Stepwise regression: Preliminary steps Specify an Alpha-to-Enter (αE = 0.15) significance level. Specify an Alpha-to-Remove (αR = 0.15) significance level.

Stepwise regression: Step #1 Fit each of the one-predictor models, that is, regress y on x1, regress y on x2, … regress y on xp-1. The first predictor put in the stepwise model is the predictor that has the smallest P-value (below αE = 0.15). If no P-value < 0.15, stop.

Stepwise regression: Step #2 Suppose x1 was the “best” one predictor. Fit each of the two-predictor models with x1 in the model, that is, regress y on (x1, x2), regress y on (x1, x3), …, and y on (x1, xp-1). The second predictor put in stepwise model is the predictor that has the smallest P-value (below αE = 0.15). If no P-value < 0.15, stop.

Stepwise regression: Step #2 (continued) Suppose x2 was the “best” second predictor. Step back and check P-value for β1 = 0. If the P-value for β1 = 0 has become not significant (above αR = 0.15), remove x1 from the stepwise model.

Stepwise regression: Step #3 Suppose both x1 and x2 made it into the two-predictor stepwise model. Fit each of the three-predictor models with x1 and x2 in the model, that is, regress y on (x1, x2, x3), regress y on (x1, x2, x4), …, and regress y on (x1, x2, xp-1).

Stepwise regression: Step #3 (continued) The third predictor put in stepwise model is the predictor that has the smallest P-value (below αE = 0.15). If no P-value < 0.15, stop.

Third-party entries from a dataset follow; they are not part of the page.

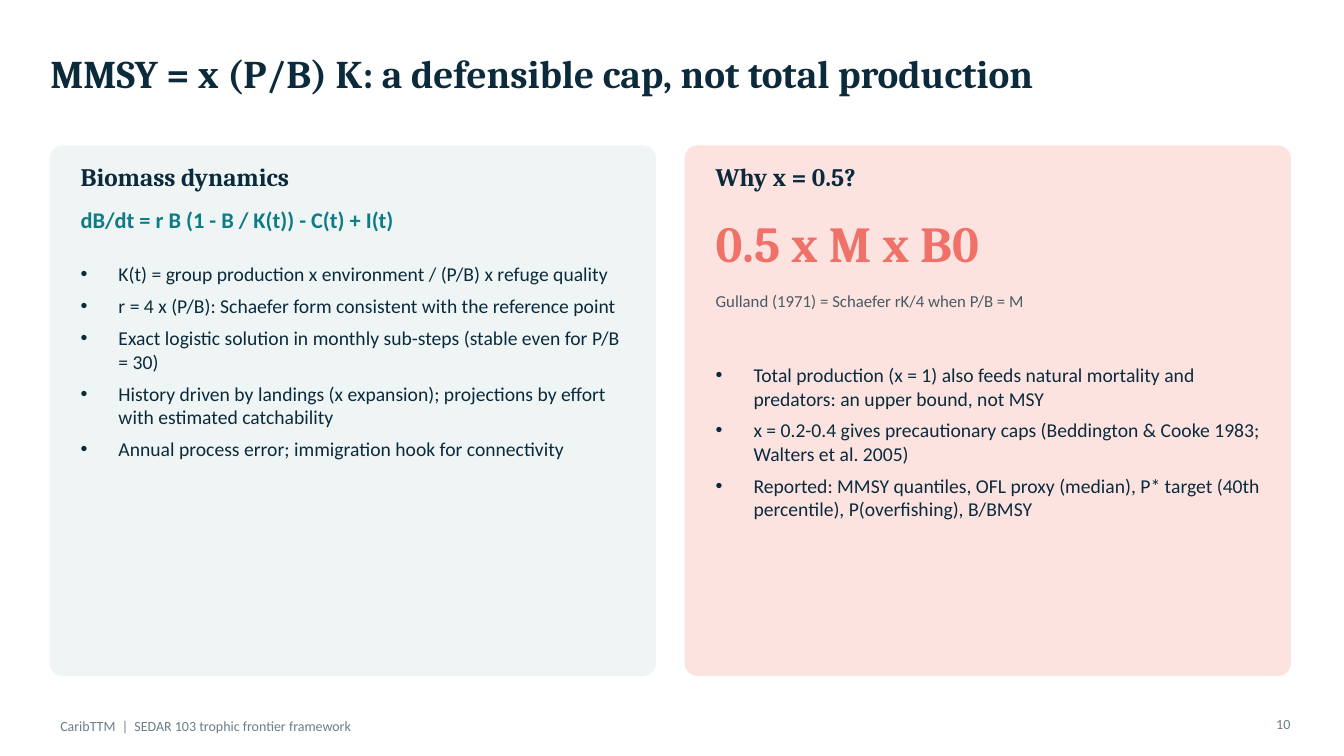
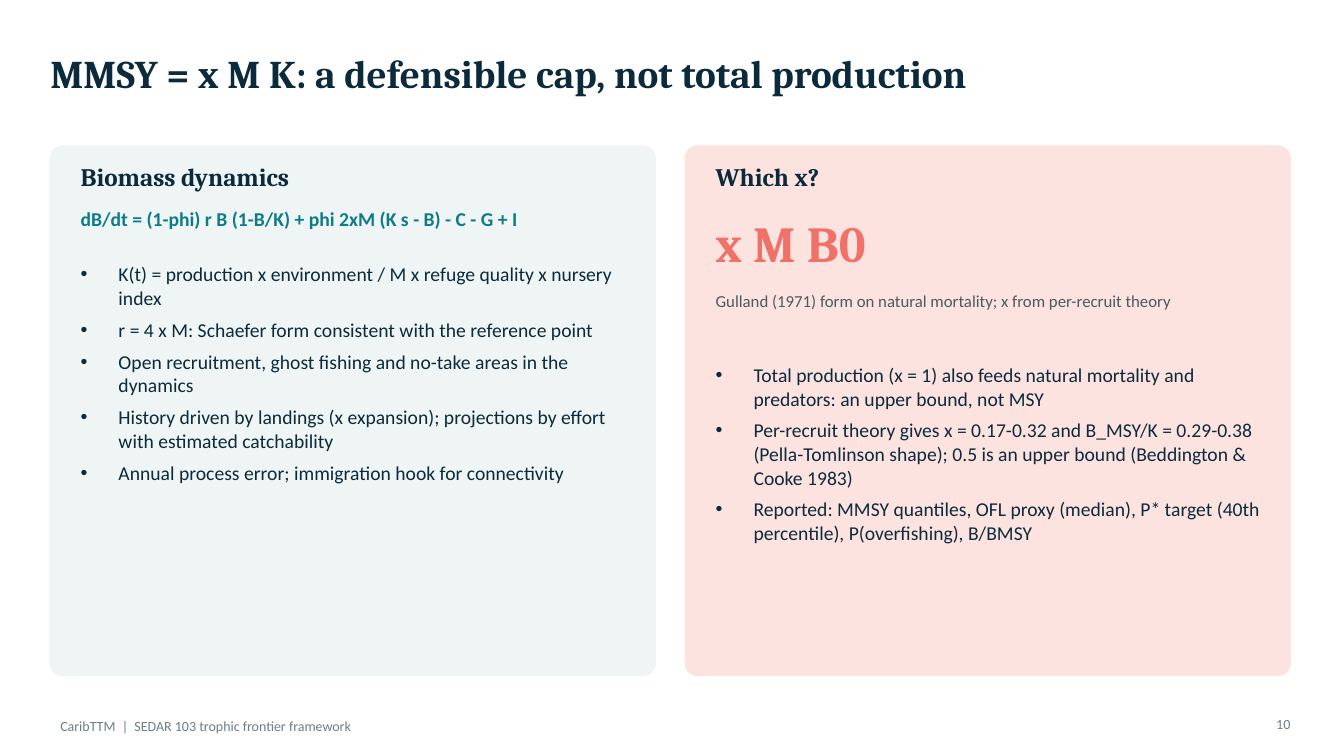
Before and after one commit to mattwoodstock/CaribTrophicTransfer, a slide deck: slide 10 of docs/presentation/CaribTTM_StCroix_Trap.pptx. Drawn at 1344x756 pixels with LibreOffice and Linux fonts; fonts in the diff are those of the drawing. Boxes give left, top, right and bottom in pixels: in the first picture for what was removed or moved away, otherwise in the second. Text is boxed around its words. In the diff, an @@ line names an element or a change of style, - is before the commit and + after.

```diff
--- a/docs/presentation/CaribTTM_StCroix_Trap.pptx
+++ b/docs/presentation/CaribTTM_StCroix_Trap.pptx
@@ title at <box>50,60,966,97</box>: text changed @@
-MMSY = x (P/B) K: a defensible cap, not total production
+MMSY = x M K: a defensible cap, not total production
@@ text at <box>716,168,820,187</box>: text changed @@
-Why x = 0.5?
+Which x?
@@ text at <box>81,211,517,229</box>: text changed; size 16 to 14 pt @@
-dB/dt = r B (1 - B / K(t)) - C(t) + I(t)
+dB/dt = (1-phi) r B (1-B/K) + phi 2xM (K s - B) - C - G + I
@@ text at <box>716,228,866,262</box>: text changed @@
-0.5 x M x B0
+x M B0
@@ text at <box>118,267,611,395</box>: text changed @@
-• K(t) = group production x environment / (P/B) x refuge quality
-• r = 4 x (P/B): Schaefer form consistent with the reference point
-• Exact logistic solution in monthly sub-steps (stable even for P/B = 30)
+• K(t) = production x environment / M x refuge quality x nursery index
+• r = 4 x M: Schaefer form consistent with the reference point
+• Open recruitment, ghost fishing and no-take areas in the dynamics
@@ text at <box>716,295,1171,310</box>: text changed @@
-Gulland (1971) = Schaefer rK/4 when P/B = M
+Gulland (1971) form on natural mortality; x from per-recruit theory
@@ text at <box>754,423,1252,488</box>: text changed @@
-• x = 0.2-0.4 gives precautionary caps (Beddington & Cooke 1983; Walters et al. 2005)
+• Per-recruit theory gives x = 0.17-0.32 and B_MSY/K = 0.29-0.38 (Pella-Tomlinson shape); 0.5 is an upper bound (Beddington & Cooke 1983)
```
Also in this commit, not shown: 13 other slides changed, 6 slides added, 11 other files.

Step back and check P-values for β1 = 0 and β2 = 0. If either P-value has become not significant (above αR = 0.15), remove the predictor from the stepwise model.

Stepwise regression: Stopping the procedure The procedure is stopped when adding an additional predictor does not yield a P-value below αE = 0.15.

Drawbacks of stepwise regression The final model is not guaranteed to be optimal in any specified sense. The procedure yields a single final model, although in practice there are often several equally good models. It doesn’t take into account a researcher’s knowledge about the predictors.